Beyond the clichés that describe the creative brilliance of an internationally acclaimed filmmaker and photographer, Sooni Taraporevala is a bit of a Jekyll and Hyde. But alternating between periods of solitude and diving for inspiration into the world at large is absolutely essential to her process.

“Scriptwriting is very solitary because it’s just me, holed up in what I call my ‘writing cave’ while staring at a blank wall and a blank screen. When it comes to photography, I have to go out into the world and interact with people,” she says. “They are two very different activities but I like not being stuck to just one thing.”

Taraporevala is still basking in the afterglow of her second book, which released in December last year. Titled Home In The City: Bombay 1977-Mumbai 2017, this collection of photographs is the culmination of a four-decade-long journey.

As her lens panned from Bombay, as it was then called, to Mumbai, the city we know today, Taraporevala did much more than just document myriad facets of this metropolis with her camera. It was a much more personal journey, for it is during this time she evolved as an artist—from a photographer to scriptwriter and then film director.

Over the years, she also went on to write the screenplays of movies like the Oscar-nominated Salaam Bombay! (1988), Mississippi Masala (1991) and The Namesake (2006) in collaboration with celebrated film director Mira Nair as well as other directors and producers.

On a balmy morning in Mumbai—Bombay, for old-school faithfuls—Taraporevala takes time out from her busy schedule to look at the big picture. As a young girl, she schooled in Mumbai before she went to Harvard University in the US as she found the college environment here “not intellectually stimulating enough”.

Until then, she had left the country only once, to visit her aunt and uncle in Hong Kong. To her surprise, her grades and other pursuits at school earned her admission—and a scholarship—to Harvard and she soon found herself on her second international flight out of Mumbai.

“I was very fortunate as it was the only place that offered a scholarship,” she says with a smile. “My parents were very brave about letting me go; I was an only child. But who could refuse the best college in America? It was a no-brainer and I was off in 1975.”

At Harvard, Taraporevala majored in English literature but took film and photography courses as well. “I was fascinated that you could actually study film, so I did a lot of film courses and picked up photography during this time. Though I had been gifted an Instamatic [camera], I bought my first real camera with money borrowed from a roommate,” recalls the intrepid explorer, whose photographs have since found a place in the permanent collections of the National Gallery of Modern Art, Delhi, and the Metropolitan Museum of Art, New York. “I also did a lot of theory and criticism classes, in addition to the filmmaking course. This was a time when there were no videos, so the only way you could watch a film was if it was screened or projected, or if you saw it on a Steenbeck machine, which was used to edit films. That’s how we watched films. For instance, one entire semester, I studied Alain Resnais’ Hiroshima Mon Amour, shot by shot, on a Steenbeck.”

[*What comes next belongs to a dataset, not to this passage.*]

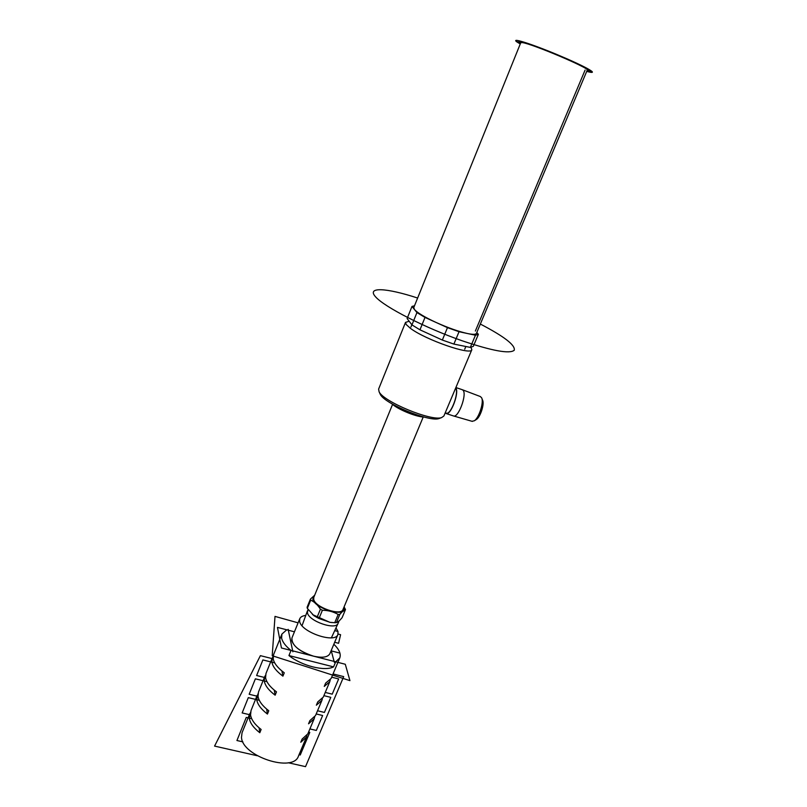 <?xml version="1.0" encoding="UTF-8"?>
<svg xmlns="http://www.w3.org/2000/svg" width="807" height="807" viewBox="0 0 807 807"><rect width="100%" height="100%" fill="white"/><g stroke="black" fill="none" stroke-linecap="round" stroke-linejoin="round"><path stroke-width="1.21" d="M335.702 661.821L333.573 666.885L288.946 655.556L291.034 650.422L335.702 661.821L339.777 657.937C341.179 653.993 339.202 649.423 333.836 644.228M333.573 666.885C324.696 671.595 301.647 665.836 288.946 655.556M298.096 622.843L275.005 616.397L272.211 655.718L349.935 680.634L345.295 664.262L281.451 647.981L277.457 627.392L294.444 631.81L286.747 629.813L281.895 634.09L281.613 638.085C282.46 642.009 285.607 646.125 291.034 650.422M313.499 656.152C298.721 651.199 291.539 645.136 291.942 637.974L291.761 640.697C294.273 647.305 301.515 652.459 313.499 656.152C322.376 658.139 327.844 657.302 329.912 653.64L337.921 634.473L337.992 631.478L335.984 627.886M281.895 634.09L273.553 654.749L273.21 658.875C274.138 663.394 277.82 668.035 284.276 672.806L282.914 676.145C276.468 671.374 272.786 666.723 271.868 662.184L272.221 658.038L273.119 656.474M272.221 658.038L265.977 673.502L265.584 677.729C266.451 682.359 270.093 687.07 276.488 691.871L275.137 695.19C268.741 690.378 265.12 685.657 264.262 681.007L264.666 676.76L265.533 675.197M264.666 676.76L258.472 692.083L258.028 696.411C258.845 701.142 262.426 705.923 268.771 710.765L267.43 714.054C261.095 709.202 257.524 704.41 256.717 699.659L258.018 693.758M257.171 695.311L251.048 710.483L250.553 714.921C251.32 719.743 254.841 724.595 261.125 729.478L259.804 732.726C253.519 727.843 250.009 722.981 249.252 718.139L250.584 712.137M249.756 713.681L242.039 732.766L241.495 737.326C242.12 756.371 293.435 773.056 298.479 756.028L306.468 737.053L300.799 742.238L302.151 739.03L307.81 733.876L314.155 718.795L308.546 723.808L309.908 720.56L315.507 715.587L321.912 700.365L316.364 705.197L317.736 701.919L323.284 697.117L329.75 681.754L324.263 686.404L325.645 683.095L331.132 678.485L339.777 657.937M330.214 680.029L329.75 681.754M322.386 698.66L321.912 700.365M314.639 717.12L314.155 718.795M306.963 735.399L306.468 737.053M282.914 676.145L281.946 671.01M275.137 695.19L274.259 690.146M267.43 714.054L266.653 709.091M259.804 732.726L259.097 727.843M305.782 615.428C302.564 615.802 300.557 616.911 299.76 618.747L299.619 621.38C301.102 632.184 335.359 643.835 337.921 634.473M471.006 347.363L471.823 349.724C471.49 355.726 425.642 339.888 410.491 328.378L406.163 324.505L405.518 322.397L409.159 321.226M471.823 349.724L443.89 415.998L441.661 417.572C431.644 421.587 383.426 401.715 379.098 391.778L378.614 389.085L405.518 322.397M339.828 614.409C342.289 611.454 344.185 609.82 345.497 609.537L342.107 617.668C339.686 620.613 337.78 622.268 336.398 622.641L339.828 614.409L338.173 614.47L334.744 622.711L330.063 622.338L318.987 618.525L322.397 610.253C328.227 610.334 333.483 611.746 338.173 614.47M345.497 609.537L344.085 606.894M314.68 595.203L310.423 599.097L307.074 607.308L307.336 608.377L310.695 600.156C314.448 601.82 317.686 604.836 320.409 609.214L317.01 617.496L313.923 615.691L307.336 608.377M336.398 622.641L334.744 622.711M318.987 618.525L317.01 617.496M332.131 622.57L329.831 622.318L312.491 614.571M322.397 610.253L320.409 609.214M310.695 600.156L310.423 599.097M440.027 418.187L439.079 418.54C429.586 422.333 384.354 403.692 380.248 394.29L379.804 393.332M424.099 417.078C416.18 416.967 397.579 409.3 391.889 403.793M423.211 417.017L343.015 609.456C341.179 616.306 315.043 607.348 313.711 599.379L313.782 597.412L392.565 404.378M343.893 607.368L343.943 607.54C347.999 618.061 314.71 609.184 312.793 599.127L314.639 595.304M339.101 620.896L338.072 623.367C335.793 630.549 308.718 621.208 307.427 612.755L308.022 609.426M446.039 413.073L446.402 413.194C450.992 414.828 459.304 392.313 455.602 388.228M476.059 419.69L476.412 419.469C480.397 417.078 484.644 403.793 482.566 400.201L481.85 398.365M471.974 421.284L474.264 420.8C479.015 417.955 484.099 402.037 481.618 397.76L480.286 396.519L462.522 389.791M453.292 415.887L453.726 416.019C458.588 417.552 467.061 394.411 463.117 390.316L462.139 389.65M446.402 413.194L445.232 412.811L446.281 413.577C451.012 415.262 459.566 392.071 455.753 387.864M522.321 42.6C531.742 43.588 590.512 68.514 587.254 70.098L476.412 333.392C475.817 334.602 472.791 334.633 467.303 333.493L475.454 335.228L470.33 347.403L453.887 344.085L459.042 331.717L467.303 333.493C458.426 331.475 448.067 327.824 436.214 322.518L447.471 327.642L442.337 340.06L419.953 329.811L425.007 317.423L436.214 322.518C424.664 317.171 417.411 312.823 414.445 309.474L416.937 312.581L411.953 324.898L407.111 318.533L411.994 306.428L414.445 309.474L413.779 307.578L520.767 42.69L522.321 42.6L516.53 41.671C513.797 39.422 517.721 40.047 528.303 43.558L522.321 42.6M470.33 347.403L473.295 346.354L478.38 334.3L476.766 332.555M414.505 305.772L411.994 306.428M447.471 327.642L459.042 331.717M416.937 312.581L425.007 317.423M442.337 340.06L453.887 344.085M411.953 324.898L419.953 329.811M475.454 335.228L478.38 334.3M339.918 653.115L331.082 650.835M337.992 631.478L334.723 630.62M299.034 754.727L300.244 754.999L309.787 732.373L308.567 732.08M309.888 728.923L316.324 730.446L322.639 715.506L316.193 713.953M317.534 710.765L324.414 712.43L330.789 697.349L323.9 695.654M325.251 692.436L332.222 694.151L338.658 678.929L331.677 677.184M333.039 673.936L343.701 676.619L305.53 766.65L288.22 762.736M242.907 741.885L236.935 740.523L246.256 717.433L251.703 718.714M250.553 714.921L242.15 712.934L248.304 697.641L259.289 700.284M258.028 696.411L249.171 694.272L255.375 678.828L266.966 681.673M265.584 677.729L256.616 675.52L262.88 659.924L274.723 662.9M273.21 658.875L260.389 655.647L214.571 746.092L257.272 755.745M334.36 662.355L331.193 650.553M292.87 651.784L288.149 629.339M338.083 634.009L340.584 634.706L338.577 643.29L334.663 642.271M417.633 298.035C386.402 287.806 366.096 286.546 375.679 296.956C384.798 307.205 425.259 327.924 462.108 340.766C492.361 350.944 509.742 354.102 514.241 350.248C515.522 345.225 504.214 336.489 480.347 324.051M585.095 70.078L475.353 331.041M477.139 331.677L476.876 332.676M587.103 70.481L591.965 71.46L567.069 58.85C552.704 52.596 539.792 47.502 528.323 43.568L567.049 58.84C580.939 64.984 589.241 69.19 591.965 71.45C593.276 72.741 591.531 72.721 586.719 71.379M520.394 43.598L516.541 41.682L520.243 43.992M291.932 637.984L299.76 618.747M439.079 418.54L441.661 417.572M380.248 394.29L379.098 391.778M331.405 637.802L338.072 623.367M302.04 625.687L307.477 610.758M476.412 419.469L474.264 420.8M472.347 421.395L453.726 416.019M462.088 389.64L455.884 387.542M453.675 416.008L446.281 413.577M464.711 349.219L465.851 346.506M410.924 327.047L411.842 324.757"/></g></svg>
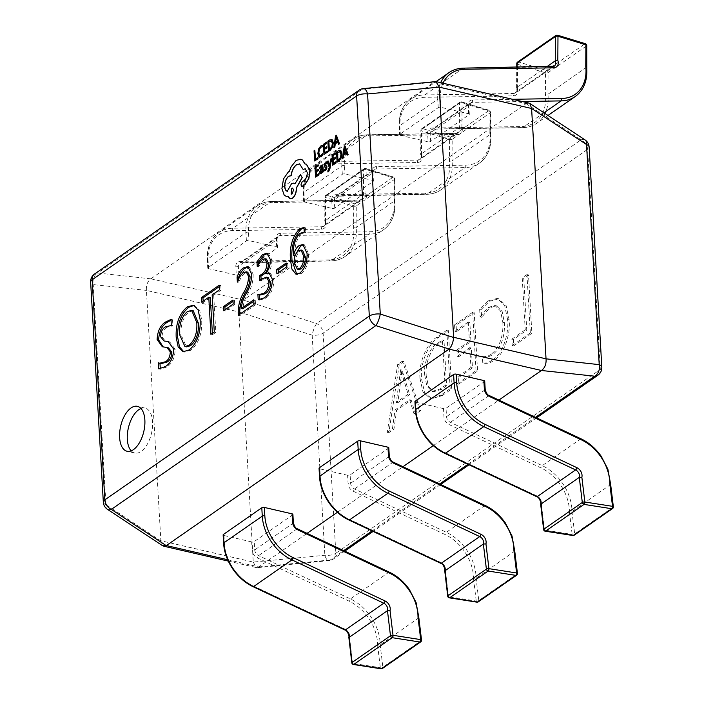<?xml version="1.0" encoding="UTF-8"?>
<svg xmlns="http://www.w3.org/2000/svg" width="704" height="704" viewBox="0 0 704 704"><rect width="100%" height="100%" fill="white"/><g stroke="black" fill="none" stroke-linecap="round" stroke-linejoin="round"><path stroke-width="0.53" stroke-dasharray="3.52 2.64" d="M131.199 450.859A23.047 11.871 -77 0 0 134.754 453.033A23.047 11.871 -77 0 0 141.143 451.422A23.047 11.871 -77 0 0 152.442 427.416A23.047 11.871 -77 0 0 145.13 408.118A23.047 11.871 -77 0 0 140.985 408.505M483.93 356.787L484.299 363.194C487.476 363.748 490.794 362.745 494.234 360.175C503.8 354.772 510.752 334.62 509.133 319.871L506.15 305.659L498.802 298.751L489.377 301.365L481.193 309.452L481.65 317.284L489.711 307.798L496.514 305.862L502.154 311.45L504.372 322.687C505.014 336.653 501.301 347.16 493.214 354.226C489.984 356.567 486.886 357.421 483.93 356.787L482.39 356.435L482.759 362.842L484.299 363.194M442.112 395.657L451.722 388.978L448.351 330.607L438.381 337.542C428.78 343.174 419.927 362.833 421.555 378.822L424.503 392.322L431.64 398.675L442.112 395.657L440.572 395.305L450.182 388.626L451.722 388.978M399.23 364.742L388.81 432.696L393.976 429.106L396.607 410.247L411.206 400.101L415.527 414.128L420.693 410.538L403.973 361.451L399.23 364.742L397.69 364.39L387.27 432.344L388.81 432.696M458.242 377.784L458.612 384.19L477.576 371.017L474.206 312.646L456.113 325.222L456.482 331.628L469.841 322.344L470.95 341.563L458.454 350.249L458.823 356.655L471.319 347.97L472.463 367.902L458.242 377.784L456.702 377.423L457.072 383.83L458.612 384.19M513.401 339.451L513.77 345.858L531.872 333.282L528.502 274.912L523.767 278.212L526.759 330.176L513.401 339.451L511.861 339.099L512.23 345.506L513.77 345.858M150.999 278.74L433.673 82.306L526.073 103.655L243.399 300.08L150.876 278.819C147.55 281.345 146.062 285.199 146.414 290.382L238.832 311.925L253.255 562.082L160.855 540.734L146.432 290.585M227.647 559.724L258.782 566.914L307.058 533.368M337.401 512.283L402.97 466.717M433.312 445.641L498.881 400.074M526.073 103.655L581.126 139.814L316.642 323.602A9.222 2.244 -72.3 0 0 312.18 335.166L324.87 555.262A9.222 3.898 -95.6 0 0 329.032 560.63A9.222 3.898 -95.6 0 0 330.273 559.979L343.71 550.642M238.832 311.925L312.18 335.166A9.222 3.907 -3.3 0 0 323.136 333.133L587.62 149.354L600.31 369.45L335.834 553.238L323.136 333.133A9.222 6.873 -124.8 0 0 316.642 323.602L243.399 300.08M258.782 566.914L330.273 559.979A9.222 6.873 -124.8 0 0 333.388 559.029A9.222 6.873 -124.8 0 0 335.834 553.238A9.222 3.907 176.7 0 1 324.87 555.262L253.255 562.082M160.855 540.734L162.65 545.758M435.266 81.55L433.673 82.306M584.998 139.876A9.222 5.157 -56.6 0 0 581.126 139.814A9.222 6.873 -124.8 0 1 587.62 149.354A9.222 3.907 -3.3 0 0 589.125 147.039M528.924 103.074L526.205 103.576M243.285 300.168C240.821 302.887 239.334 306.742 238.832 311.731M363.431 88.59A9.222 3.898 -95.6 0 0 362.19 89.241L433.787 82.227M253.273 562.276L256.52 567.626L258.676 566.993M150.876 278.819L97.706 273.02A9.222 6.811 -83.8 0 0 93.245 284.592L146.414 290.382M160.864 540.927L105.943 504.689A9.222 5.157 -56.6 0 0 107.457 509.344M168.951 341.818L169.796 341.986L175.199 349.422C174.847 357.949 172.058 363.801 166.813 366.96L160.336 369.213L158.796 368.852M159.993 363.334L158.444 362.754M159.984 363.114L161.128 363.59M168.52 347.864L163.126 346.914M171.028 320.118L172.533 319.757L170.993 319.396M172.533 319.757L172.885 325.855L171.345 325.503M165.378 326.867L166.918 327.228L172.885 325.855L170.65 325.266M166.918 327.228C163.997 328.962 162.36 332.209 161.999 336.952L160.459 336.591M161.999 336.952L165.59 341.308M175.199 349.422L173.659 349.07M166.813 366.96L165.273 366.599M194.031 305.439L199.707 310.367L201.678 320.012C202.286 333.502 198.66 343.596 190.819 350.275L189.279 349.923M190.819 350.275L183.85 351.842M201.678 320.012L200.138 319.651M193.204 310.719L188.839 311.995C183.137 317.266 180.55 324.896 181.086 334.875L186.428 346.852M188.839 311.995L187.299 311.634M181.086 334.875L179.546 334.514M219.358 286.554L220.818 285.542L219.278 285.182M220.818 285.542L221.082 290.118L219.542 289.758M221.082 290.118L213.69 295.249L212.15 294.897M213.69 295.249L215.829 332.367L214.289 332.006M215.829 332.367L212.45 334.717L210.91 334.365M212.45 334.717L212.37 333.344M210.311 297.598L203.227 302.518L201.687 302.166M203.227 302.518L203.148 301.154M233.015 301.391L234.476 300.37L232.936 300.018M234.476 300.37L234.714 304.445L233.174 304.084M234.714 304.445L225.166 311.071L223.626 310.719M225.166 311.071L225.086 309.698M247.773 272.175L244.816 273.09L243.276 272.738M244.816 273.09C242.361 275.106 240.39 278.23 238.885 282.489L237.345 282.128M238.885 282.489L238.682 278.951M248.582 266.851L249.374 266.939L253.132 274.173L251.592 273.812M253.132 274.173C253.282 280.87 251.689 287.118 248.345 292.934C245.23 297.695 243.408 302.984 242.889 308.81M253.81 301.215L255.27 300.203L253.73 299.842M255.27 300.203L255.534 304.779L253.994 304.418M255.534 304.779L239.844 315.682L238.304 315.33M239.844 315.682L239.765 314.31M269.72 273.178L270.53 273.258L273.935 279.558C273.715 288.385 270.961 294.615 265.663 298.267L259.75 300.124L258.21 299.772M259.442 294.694L257.893 294.184M259.433 294.536L260.524 294.95M268.18 277.552L263.287 279.294L261.747 278.942M263.287 279.294L261.193 280.746L259.653 280.394M261.193 280.746L261.114 279.374M266.526 259.081L263.551 260.075L262.011 259.723M263.551 260.075L258.782 266.693L257.242 266.332M258.782 266.693L258.606 263.666M267.617 253.528L268.426 253.616L271.832 259.829L270.292 259.477M271.832 259.829C272.008 265.461 270.494 270.116 267.274 273.786L265.734 273.434M273.935 279.558L272.395 279.206M265.663 298.267L264.123 297.906M286.264 264.387L287.725 263.375L286.185 263.014M287.725 263.375L287.962 267.441L286.422 267.08M287.962 267.441L278.414 274.067L276.874 273.715M278.414 274.067L278.335 272.703M304.005 227.806L305.527 227.867L303.987 227.515M305.527 227.867L305.791 232.443L304.251 232.091M305.791 232.443L301.506 233.702L299.966 233.35M301.506 233.702C296.393 239.254 294.254 246.682 295.099 255.966L295.011 255.948M295.178 255.913L295.407 254.883M303.635 244.763L304.436 244.851L308.625 253.845L307.085 253.484M308.625 253.845C308.854 262.574 306.434 269.113 301.382 273.451L299.842 273.09M301.382 273.451L296.745 274.278M302.597 250.369L300.036 251.117C297.088 253.581 295.636 257.365 295.671 262.469L298.813 269.5M300.036 251.117L298.496 250.765M295.671 262.469L294.131 262.108M387.27 432.344L392.436 428.745L393.976 429.106M392.436 428.745L395.067 409.895L396.607 410.247M395.067 409.895L409.666 399.749L411.206 400.101M409.666 399.749L413.987 413.776L415.527 414.128M413.987 413.776L419.153 410.186L420.693 410.538M419.153 410.186L402.433 361.099L403.973 361.451M402.433 361.099L397.69 364.39M408.109 394.17L396.29 402.38L400.629 369.75L408.109 394.17L409.649 394.53L397.83 402.741L402.054 370.19L409.649 394.53M396.29 402.38L397.83 402.741M401.43 373.454L402.97 373.806M400.629 369.75L402.169 370.11M400.514 369.838L402.054 370.19M400.206 374.308L401.746 374.66M450.182 388.626L446.811 330.255L448.351 330.607M446.811 330.255L436.841 337.181L438.381 337.542M436.841 337.181C427.24 342.813 418.387 362.481 420.015 378.47L421.555 378.822M420.015 378.47L422.963 391.97L430.1 398.323L440.572 395.305M424.767 375.338C423.21 363.185 429.642 347.688 437.237 343.578L442.446 339.953L445.069 385.51L440.053 388.995L432.106 391.398L426.809 386.038L424.767 375.338L426.307 375.698C424.75 363.537 431.182 348.049 438.777 343.93L443.986 340.314L446.609 385.871L441.593 389.356L433.646 391.75L428.349 386.39L426.307 375.698M437.237 343.578L438.777 343.93M442.446 339.953L443.986 340.314M440.053 388.995L441.593 389.356M445.069 385.51L446.609 385.871M457.072 383.83L476.036 370.656L477.576 371.017M476.036 370.656L472.666 312.286L474.206 312.646M472.666 312.286L454.573 324.861L456.113 325.222M454.573 324.861L454.942 331.267L456.482 331.628M454.942 331.267L468.301 321.992L469.841 322.344M468.301 321.992L469.41 341.211L470.95 341.563M469.41 341.211L456.914 349.888L458.454 350.249M456.914 349.888L457.283 356.294L458.823 356.655M457.283 356.294L469.779 347.618L471.319 347.97M469.779 347.618L470.923 367.55L472.463 367.902M470.923 367.55L456.702 377.423M482.759 362.842C485.936 363.396 489.254 362.384 492.694 359.823L494.234 360.175M492.694 359.823C502.26 354.42 509.212 334.259 507.593 319.519L509.133 319.871M507.593 319.519L504.61 305.307L497.262 298.39L487.837 301.004L489.377 301.365M487.837 301.004L479.653 309.1L481.193 309.452M479.653 309.1L480.11 316.932L481.65 317.284M480.11 316.932L488.171 307.446L489.711 307.798M488.171 307.446L494.974 305.51L500.614 311.098L502.832 322.335L504.372 322.687M502.832 322.335C503.474 336.292 499.761 346.808 491.674 353.874L493.214 354.226M491.674 353.874C488.444 356.215 485.346 357.069 482.39 356.435M512.23 345.506L530.332 332.93L531.872 333.282M530.332 332.93L526.962 274.56L528.502 274.912M526.962 274.56L522.227 277.851L523.767 278.212M522.227 277.851L525.219 329.815L526.759 330.176M525.219 329.815L511.861 339.099M292.899 514.439A1.848 0.783 -3.3 0 1 292.591 514.897L254.232 541.561A1.848 0.783 -3.3 0 1 251.68 541.904L252.164 550.264A7.374 5.5 55.2 0 0 257.33 557.876L349.166 601.181A40.568 30.237 -124.8 0 1 377.564 643.034A40.568 30.237 -124.8 0 1 377.626 645.251L380.178 644.899L418.845 617.778M349.096 637.322L349.659 638.616A7.374 5.5 55.2 0 0 349.712 638.422A7.374 5.5 55.2 0 0 349.844 636.636A7.374 5.5 55.2 0 0 344.678 629.024L252.842 585.719A40.568 30.237 -124.8 0 1 224.444 543.866L223.96 535.498A1.848 0.783 -3.3 0 1 223.133 534.908M251.68 541.904L223.96 535.498M381.058 668.8A1.848 1.003 98.9 0 1 380.327 667.682L352.642 663.362A1.848 1.003 -81.1 0 0 353.364 664.479M388.802 447.788A1.848 0.783 -3.3 0 1 388.502 448.254L350.143 474.91A1.848 0.783 -3.3 0 1 347.591 475.262L348.075 483.622A7.374 5.5 55.2 0 0 353.232 491.234L445.069 534.538A40.568 30.237 -124.8 0 1 473.466 576.391A40.568 30.237 -124.8 0 1 473.537 578.6L476.089 578.248L514.747 551.135M445.007 570.68L445.57 571.974A7.374 5.5 55.2 0 0 445.614 571.771A7.374 5.5 55.2 0 0 445.746 569.985A7.374 5.5 55.2 0 0 440.59 562.382L348.753 519.068A40.568 30.237 -124.8 0 1 320.355 477.215L319.871 468.855A1.848 0.783 -3.3 0 1 319.044 468.257M347.591 475.262L319.871 468.855M476.96 602.158A1.848 1.003 98.9 0 1 476.238 601.031L448.554 596.719A1.848 1.003 -81.1 0 0 449.275 597.837M484.713 381.146A1.848 0.783 -3.3 0 1 484.414 381.612L446.046 408.267A1.848 0.783 -3.3 0 1 443.502 408.61L443.978 416.979A7.374 5.5 55.2 0 0 449.143 424.582L540.98 467.896A40.568 30.237 -124.8 0 1 569.378 509.749A40.568 30.237 -124.8 0 1 569.439 511.958L571.991 511.606L610.658 484.484M540.918 504.038L541.482 505.322A7.374 5.5 55.2 0 0 541.526 505.129A7.374 5.5 55.2 0 0 541.658 503.342A7.374 5.5 55.2 0 0 536.492 495.73L444.664 452.426A40.568 30.237 -124.8 0 1 416.258 410.573L415.782 402.213A1.848 0.783 -3.3 0 1 414.946 401.614M443.502 408.61L415.782 402.213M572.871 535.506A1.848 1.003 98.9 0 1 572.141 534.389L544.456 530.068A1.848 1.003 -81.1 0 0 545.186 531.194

A year later, at Harvard, Taraporevala found a buddy in filmmaker Mira Nair, with whom she went on to collaborate. “We were both a part of the Class of 1979, but were never in the same classroom as we pursued different majors. I don’t think we ever took a course together. Our collaboration started with friendship,” says Taraporevala, who went on to become a member of the Academy of Motion Picture Arts and Sciences, which hosts the Oscars, and a Member of the Writers Guild of America.

On a semester off from college in 1977, Taraporevala returned to Bombay and began photographing the city, though she had no clue where it would lead. While taking time off, she ventured out to take photographs of her neighbourhood around Gowalia Tank. It was a photographic and personal journey that culminated last year, when she released Home In The City: Bombay 1977-Mumbai 2017, which includes essays by Pico Iyer and Salman Rushdie.

Over the next few years, Taraporevala found her gurus in various fields. When it came to photography, she was fascinated with the works of Henri Cartier-Bresson and Helen Levitt, among others, while she loved the films of Francois Truffaut, Federico Fellini and Satyajit Ray. Following a master’s degree in cinema studies at New York University, she returned to India to find her calling.

Taraporevala’s first job was as a freelancer with publications such as Diner’s Club and Namaskar magazine, in addition to Indian Express, where she worked on travel stories, both as a writer and a photographer. In 1986, she wrote her first screenplay, Salaam Bombay!, which was so successful that she found another career as a screenwriter.

After two decades of screenplay writing, Taraporevala made her directorial debut with Little Zizou (2009), of which she also wrote the screenplay. A family drama-cum- comedy set in Mumbai, the National Award-winning film screened at 17 national and international festivals was in theatres in Mumbai for 12 weeks and is in the archives at Harvard University and in Fukuoka, Japan. The film is special to her as the cast and crew comprised family and friends, including her two children, Iyanah and Jahan Bativala.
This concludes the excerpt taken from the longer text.